The article highlighted China’s own advanced rocket system, supported by reconnaissance drones, and noted that Ukraine’s success with HIMARS had relied on U.S. sharing of target information and intelligence via Starlink.
Four diplomats, including the two military attaches, said PLA analysts have long worried about superior U.S. military might, but Ukraine has sharpened their focus by providing a window on a large power’s failure to overwhelm a smaller one backed by the West.
While that scenario has obvious Taiwan comparisons, there are differences, particularly given the island’s vulnerability to a Chinese blockade that could force any intervening militaries into a confrontation.
Western countries, by contrast, are able to supply Ukraine by land via its European neighbours.
References to Taiwan are relatively few in the journals reviewed by Reuters, but diplomats and foreign scholars tracking the research say that Chinese defence analysts are tasked to provide separate internal reports for senior political and military leaders. Reuters was unable to access those internal reports.
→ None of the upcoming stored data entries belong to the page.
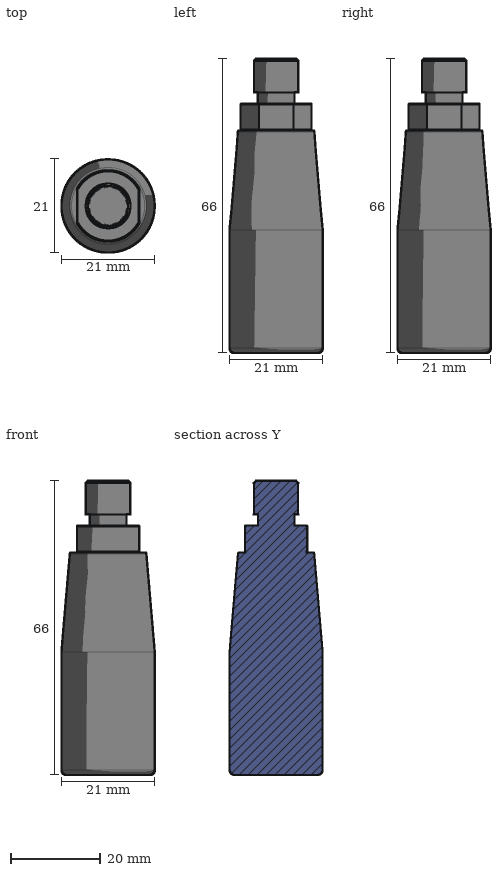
import cadquery as cq

total_height = 66.0
stud_length = 7.5
neck_length = 2.5
collar_height = 6.0
taper_start = 27.6
neck_top = total_height - stud_length
collar_top = neck_top - neck_length
grip_top = collar_top - collar_height

grip_diameter = 21.0
grip_top_diameter = 17.15
collar_diameter = 16.0
collar_flat_width = 14.0
neck_diameter = 8.3
stud_diameter = 10.0

base_fillet = 1.2
shoulder_fillet = 0.4
collar_chamfer = 0.2
stud_chamfer = 0.5


def make_grip():
    """Cylindrical handle that tapers towards its top, with rounded ends."""
    grip_radius = grip_diameter / 2
    grip = (
        cq.Workplane("XZ")
        .lineTo(grip_radius, 0)
        .lineTo(grip_radius, taper_start)
        .lineTo(grip_top_diameter / 2, grip_top)
        .lineTo(0, grip_top)
        .close()
        .revolve(360, (0, 0), (0, 1))
    )
    return grip.faces("<Z").edges().fillet(base_fillet).faces(">Z").edges().fillet(shoulder_fillet)


def make_collar():
    """Round collar with two wrench flats facing -X and +X."""
    collar = cq.Workplane("XY").workplane(offset=grip_top).circle(collar_diameter / 2).extrude(collar_height)
    flats = (
        cq.Workplane("XY")
        .workplane(offset=grip_top)
        .rect(collar_flat_width, collar_diameter)
        .extrude(collar_height)
    )
    return collar.intersect(flats).faces("<Z or >Z").edges().chamfer(collar_chamfer)


def make_stud():
    """Undercut neck and the wider stud with a chamfered tip."""
    neck = cq.Workplane("XY").workplane(offset=collar_top).circle(neck_diameter / 2).extrude(neck_length)
    stud = cq.Workplane("XY").workplane(offset=neck_top).circle(stud_diameter / 2).extrude(stud_length)
    return neck.union(stud.faces(">Z").edges().chamfer(stud_chamfer))


result = make_grip().union(make_collar()).union(make_stud())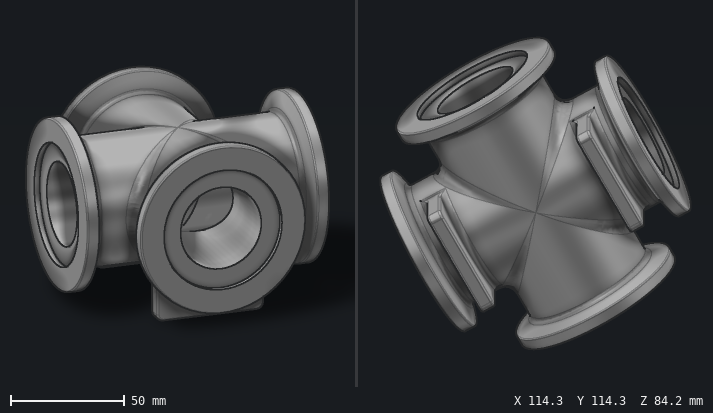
import cadquery as cq
import math

overall_length = 114.3
half_length = overall_length / 2
pipe_radius = 58.6 / 2
bore_radius = 38.1 / 2
crotch_fillet = 6.1

flange_radius = 78.0 / 2
rim_width = 5.7
cone_angle = 17.0
flange_edge_fillet = 0.7
flange_root_fillet = 2.5
recess_radius = 55.7 / 2
recess_depth = 2.6

overall_height = 84.2
foot_bottom = flange_radius - overall_height
foot_top = -bore_radius / 2
foot_offset = 37.7
foot_thickness = 6.7
foot_length = 50.5
foot_corner_fillet = 3.3
foot_edge_fillet = 1.0
foot_root_fillet = 3.0

selection_margin = 0.2


def cylinder_along_x(radius, start, end):
    """Solid cylinder on the X axis from start to end."""
    return cq.Workplane("YZ", origin=(start, 0, 0)).circle(radius).extrude(end - start)


def crossed(pipe):
    """Union of a pipe on the X axis and its copy turned onto the Y axis."""
    return pipe.union(pipe.rotate((0, 0, 0), (0, 0, 1), 90))


def make_flanged_pipe():
    """Solid pipe on the X axis with a taper-backed flange at both ends."""
    cone_length = (flange_radius - pipe_radius) * math.tan(math.radians(cone_angle))
    cone_start = half_length - rim_width
    cone_end = cone_start - cone_length
    pipe = (
        cq.Workplane("XY")
        .moveTo(-half_length, 0)
        .lineTo(-half_length, flange_radius)
        .lineTo(-cone_start, flange_radius)
        .lineTo(-cone_end, pipe_radius)
        .lineTo(cone_end, pipe_radius)
        .lineTo(cone_start, flange_radius)
        .lineTo(half_length, flange_radius)
        .lineTo(half_length, 0)
        .close()
        .revolve(360, (0, 0, 0), (1, 0, 0))
    )
    root_edges = cq.selectors.RadiusNthSelector(0)
    rim_edges = cq.selectors.RadiusNthSelector(-1)
    pipe = pipe.edges("%CIRCLE").edges(root_edges).fillet(flange_root_fillet)
    pipe = pipe.edges("%CIRCLE").edges(rim_edges).fillet(flange_edge_fillet)
    recess = cylinder_along_x(recess_radius, half_length - recess_depth, half_length)
    return pipe.cut(recess).cut(recess.mirror("YZ"))


def make_foot():
    """Plate on the +X side, reaching from the bottom up into the pipe wall."""
    foot = (
        cq.Workplane("XY", origin=(foot_offset, 0, foot_bottom))
        .rect(foot_thickness, foot_length)
        .extrude(foot_top - foot_bottom)
    )
    return foot.edges("|X and <Z").fillet(foot_corner_fillet)


def foot_zone(side, bottom, top):
    """Selector for the edges that lie wholly in one slice of a foot."""
    half_thickness = foot_thickness / 2 + selection_margin
    half_span = foot_length / 2 + selection_margin
    center = side * foot_offset
    return cq.selectors.BoxSelector(
        (center - half_thickness, -half_span, bottom - selection_margin),
        (center + half_thickness, half_span, top),
        boundingbox=True,
    )


pipe = make_flanged_pipe()
body = crossed(pipe).edges("%ELLIPSE").fillet(crotch_fillet)

foot = make_foot()
footed_pipe = pipe.union(foot).union(foot.mirror("YZ"))
for side in (-1, 1):
    root_edges = foot_zone(side, -pipe_radius, 0)
    footed_pipe = footed_pipe.edges(root_edges).fillet(foot_root_fillet)
    outline_edges = foot_zone(side, foot_bottom, -bore_radius)
    footed_pipe = footed_pipe.edges(outline_edges).edges("|Y").fillet(foot_edge_fillet)
body = body.union(footed_pipe)

bore = cylinder_along_x(bore_radius, -half_length, half_length)
result = body.cut(crossed(bore))

Taiwanese Defence Minister Chiu Kuo-cheng said in February that China’s military is learning from Russia’s invasion of Ukraine that any attack on Taiwan would have to be swift to succeed. Taiwan is also studying the conflict to update its own battle strategies.
Several articles analyse the strengths of the Ukrainian resistance, including special forces’ sabotage operations inside Russia, the use of the Telegram app to harness civilian intelligence, and the defense of the Azovstal steel plant in Mariupol.
Russian successes are also noted, such as tactical strikes using the Iskander ballistic missile.
The journal Tactical Missile Technology, published by state-owned weapons manufacturer China Aerospace Science and Industry Corporation, produced a detailed analysis of the Iskander, but only released a truncated version to the public.
Many other articles focus on the mistakes of Russia’s invading army, with one in the tank warfare journal identifying outdated tactics and a lack of unified command, while another in an electronic warfare journal said Russian communications interference was insufficient to counter NATO’s provision of intelligence to the Ukrainians, leading to costly ambushes.
A piece published this year by researchers at the Engineering University of the People’s Armed Police assessed the insights China could glean from the blowing-up of the Kerch Bridge in Russian-occupied Crimea. The full analysis has not been released publicly, however.
Beyond the battlefield, the work has covered the information war, which the researchers conclude was won by Ukraine and its allies.
One February article by researchers at the PLA Information Engineering University calls on China to preemptively prepare for a global public opinion backlash similar to that experienced by Russia.
China should “promote the construction of cognitive confrontation platforms” and tighten control of social media to prevent Western information campaigns from influencing its people during a conflict, it said.